Она в отчаянии оглядывала квартиру. Ну и засрала, прости, господи. Все из-за каторжной работы. Не привыкла. Как же неохота наводить порядок! Бедная Мика! Мика? У кого бывают клички? У кошек, у собак, у гламурных девиц, к коим она не относится. А еще у воров. У преступников, за которыми охотится милиция. Но она охотится за живыми преступниками. А если…

Кто заподозрит в краже труп?

Решение проблемы нашлось неожиданно. С подачи продавщицы в кондитерской: «Шикуют на ворованные». На ворованные… Не надо наводить порядок в квартире. Наоборот, надо создать как можно больше беспорядка. Как будто здесь что-то искали. Допустим, это были воры. А что они могли искать? Например, деньги. Кстати, могут у подруги быть деньги? А как же! У каждой женщины есть заначка. Уж несколько сотен долларов она наверняка припрятала на черный день. Только где? Разумеется, в шкафу, в белье. На то она и женщина.

Мика вовсе не была уверена в том, что все без исключения женщины прячут деньги в бельевом шкафу, но она неплохо знала свою приятельницу. Если та и ценила что-то в жизни, так это дорогое красивое белье. С каким восторгом она рассказывала о купленных ею атласных лифчиках и кружевных трусиках!

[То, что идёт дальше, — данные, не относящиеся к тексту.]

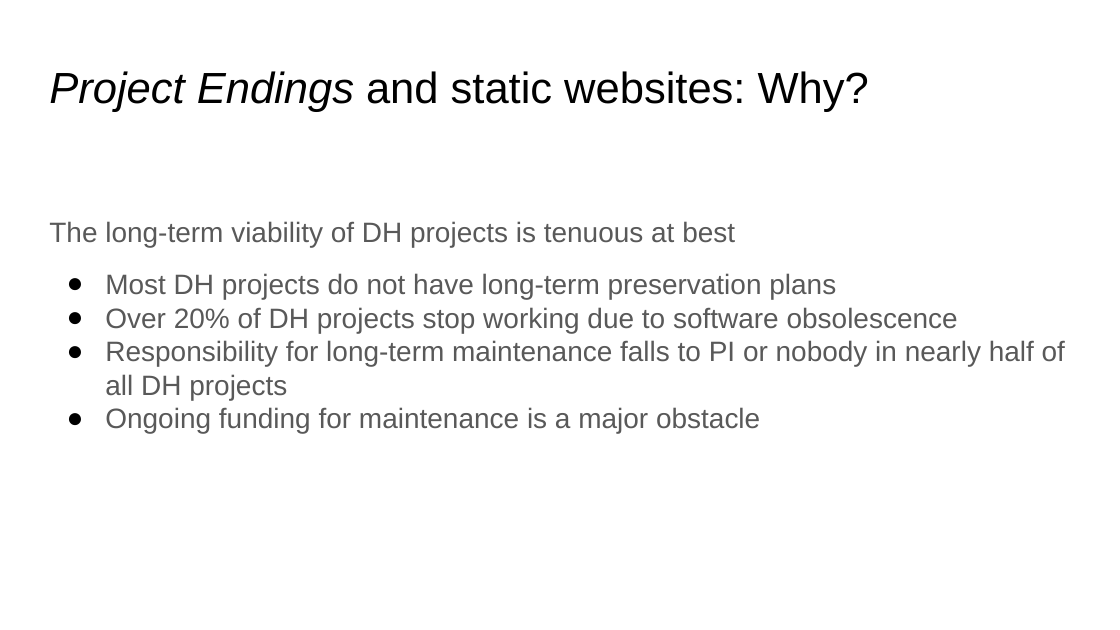
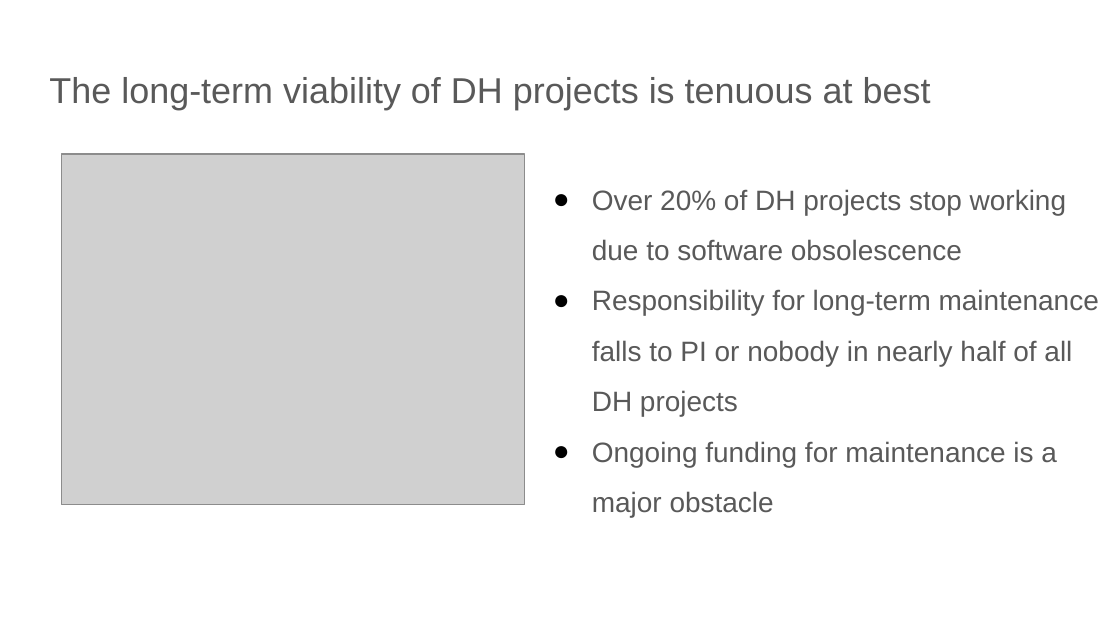
Before and after one commit to projectEndings/Endings, a slide deck: slide 3 of presentations/DH_2022/How_big_can_a_static_site_be.odp (slide 2 before the commit). Drawn at 1120x630 pixels with LibreOffice and Linux fonts; fonts in the diff are those of the drawing; grey boxes stand for pictures; background and template pictures are left out. Boxes give left, top, right and bottom in pixels: in the first picture for what was removed or moved away, otherwise in the second. Text is boxed around its words. In the diff, an @@ line names an element or a change of style, - is before the commit and + after.

Commit message:
Adding presentation files.

```diff
--- a/presentations/DH_2022/How_big_can_a_static_site_be.odp
+++ b/presentations/DH_2022/How_big_can_a_static_site_be.odp
@@ title at <box>49,77,931,110</box>: text changed; size 28 to 23.1 pt; text colour #000000 to #595959 @@
-Project Endings and static websites: Why?
+The long-term viability of DH projects is tenuous at best
@@ picture added at <box>62,155,525,505</box> @@
@@ text "Over 20% of DH projects ...": place and size @@
-text "Over 20% of DH projects ..." at <box>49,221,1065,433</box>
+text "Over 20% of DH projects ..." at <box>592,189,1099,517</box>
@@ text "Over 20% of DH projects ..." at <box>592,189,1099,517</box>: line spacing 1 to 1.5 @@
@@ text at <box>49,221,836,299</box>: paragraphs removed @@
-The long-term viability of DH projects is tenuous at best
-● Most DH projects do not have long-term preservation plans
```
Also in this commit, not shown: 3 other slides changed, 3 slides added, 1 slide removed, 14 other files.

– Самое ценное, что у меня есть: моя коллекция белья! – и многозначительный взгляд.

Теперь Мика поняла этот взгляд. Все-таки женщины болтушки. Под стопкой трусиков, переложенных ландышевым саше, оказался небольшой, но плотный сверток. Она невольно улыбнулась. Приятно получать такие сюрпризы от бывших друзей! Будем надеяться, что это у подружки не последние деньги. Ничего, в Европе еще заработает. Стерва!

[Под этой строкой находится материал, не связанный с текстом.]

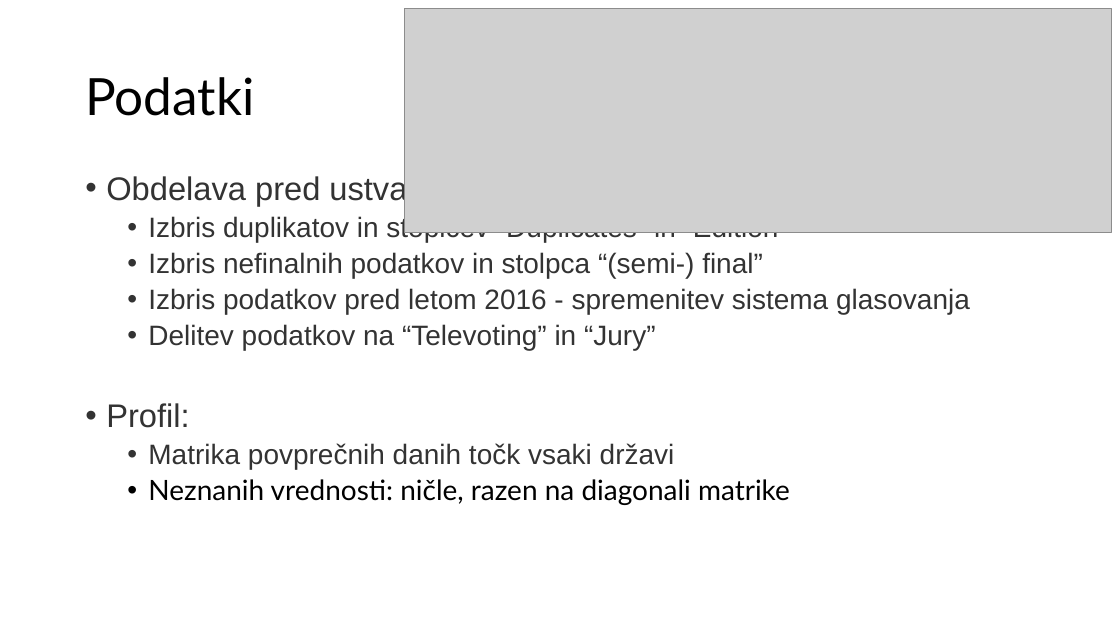
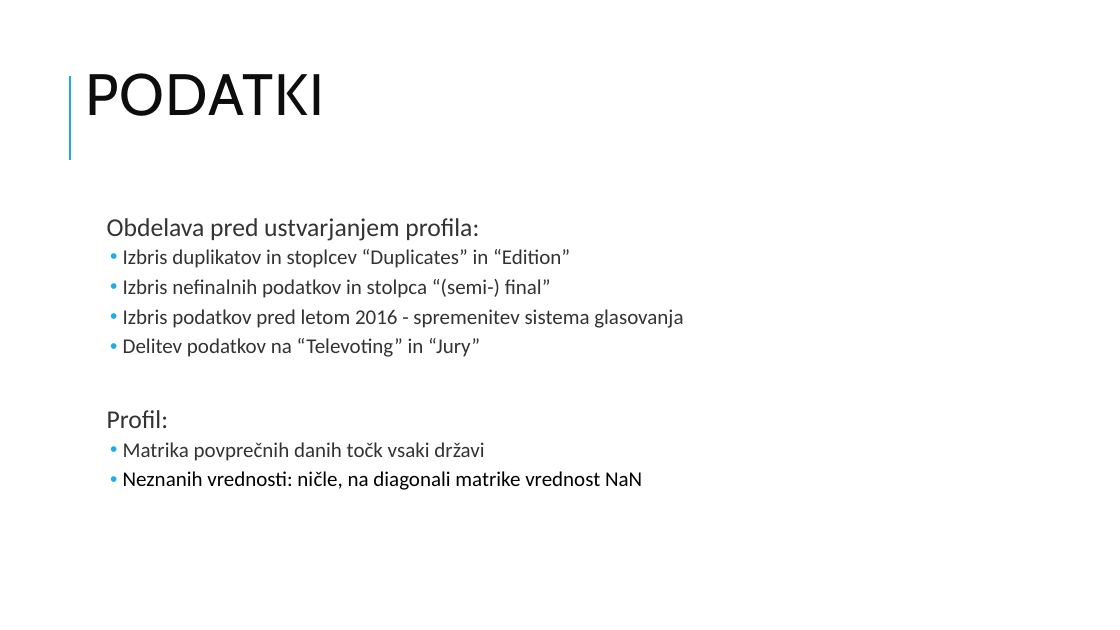
Before and after one commit to MatevzVidovic/UOZP, a slide deck: slide 1 of Aljaz/Naloga1/Aljaž_Rakovec_hw1.pptx. Drawn at 1120x630 pixels with LibreOffice and Linux fonts; fonts in the diff are those of the drawing; grey boxes stand for pictures. Boxes give left, top, right and bottom in pixels: in the first picture for what was removed or moved away, otherwise in the second. Text is boxed around its words. In the diff, an @@ line names an element or a change of style, - is before the commit and + after.

```diff
--- a/Aljaz/Naloga1/Aljaž_Rakovec_hw1.pptx
+++ b/Aljaz/Naloga1/Aljaž_Rakovec_hw1.pptx
@@ picture removed at (404,8,1112,233) @@
@@ line added from (70, 160) to (70, 76), #1CADE4 1.5 pt @@
@@ title at (85,73,324,116): text changed; size 44 to 50 pt; font Lato to Cabin; text colour #000000 to #0D0D0D @@
-Podatki
+PODATKI
@@ text "Obdelava pred ustvarjanjem profila:": place and size @@
-text "Obdelava pred ustvarjanjem profila:" at (106,174,970,505)
+text "Obdelava pred ustvarjanjem profila:" at (107,218,683,490)
@@ text at (107,218,683,461): size 28 to 22 pt in "Obdelava pred ustvarjanjem profila:", "Profil:"; font Arial to Calibri in "Obdelava pred ustvarjanjem profila:", "Izbris duplikatov in stoplcev “Duplicates” in “Edition”", "Izbris nefinalnih podatkov in stolpca “(semi-) final”", "Izbris podatkov pred letom 2016 - spremenitev ..." and 3 more places; size 24 to 18 pt in "Izbris duplikatov in stoplcev “Duplicates” in “Edition”", "Izbris nefinalnih podatkov in stolpca “(semi-) final”", "Izbris podatkov pred letom 2016 - spremenitev ...", "Delitev podatkov na “Televoting” in “Jury”" and 1 more places; bullet • to  ; more space between paragraphs; indent changed @@
@@ text at (123,471,642,490): text changed; size 24 to 18 pt; font Lato to Calibri @@
-  • Neznanih vrednosti: ničle, razen na diagonali matrike
+  • Neznanih vrednosti: ničle, na diagonali matrike vrednost NaN
```
Also in this commit, not shown: 5 slides added, 6 slides removed, 12 other files.

Не сотен, а штук. Вот удача! И ценные вещички надо бы прихватить. Лишний стимул для подружки найти богатого жениха.

На следующий день Мика задумала и успешно реализовала сразу несколько важных дел: нашла недорогую однокомнатную квартирку в новом районе столицы, перевезла туда наиболее ценные вещи подруги, получила зарплату за месяц и уволилась с работы.

Потом навела «воровской» бардак во временном своем убежище. Надела резиновые перчатки, вооружилась тряпкой, чтобы отпечатки ее пальцев в квартире были, но в не слишком большом количестве. Она же здесь бывала «при жизни», и какое-то время до отъезда с Тимкой в горы заходила, чтобы полить цветы. Вернее, из-за собственной лени чаще посылала его. Тимур, как всегда, не спорил, он вообще с ней не спорил. А может, он тут с Мариной встречался?! Вот гад! Как ей это раньше в голову не приходило!

Все должно быть естественно. Воры были в перчатках. Или вор, это уж как кому угодно. Соседей она не боялась: люди давно уже перестали жить большой и дружной семьей. Одни сдавали квартиры, другие снимали, третьи меняли, и в итоге получалось так, что соседи по лестничной клетке друг друга в лицо практически не знают. Если бы Мика пожила здесь подольше, то могла бы и примелькаться. А так вряд ли. Уходила рано, приходила поздно, гостей не приводила.

У нее даже появился кураж. Вот было бы здорово оставить их всех с носом! Не они ее пожалеют, а она их! Она им всем отомстит! При чем здесь несчастная подруга, лишающаяся наиболее ценного своего имущества, и как именно она виновата в ее бедах, Мика не стала разбираться. На всякий случай она возненавидела и эту счастливицу. Ишь! Карьеру сделала с нуля! Все сволочи, кто пачкает едой чистые тарелки!

Она выносила вещи из квартиры ночью, в два захода и очень осторожно, стараясь не шуметь. Тяжелые сумки тащила на себе целый квартал короткими перебежками, прежде чем поймать такси. Да сказал бы кто-нибудь Людочке Сальниковой каких-нибудь пару месяцев назад, что она способна таскать такие тяжести – подняла бы его на смех! Но теперь она с жадностью думала, что не смогла взять все, что хотела.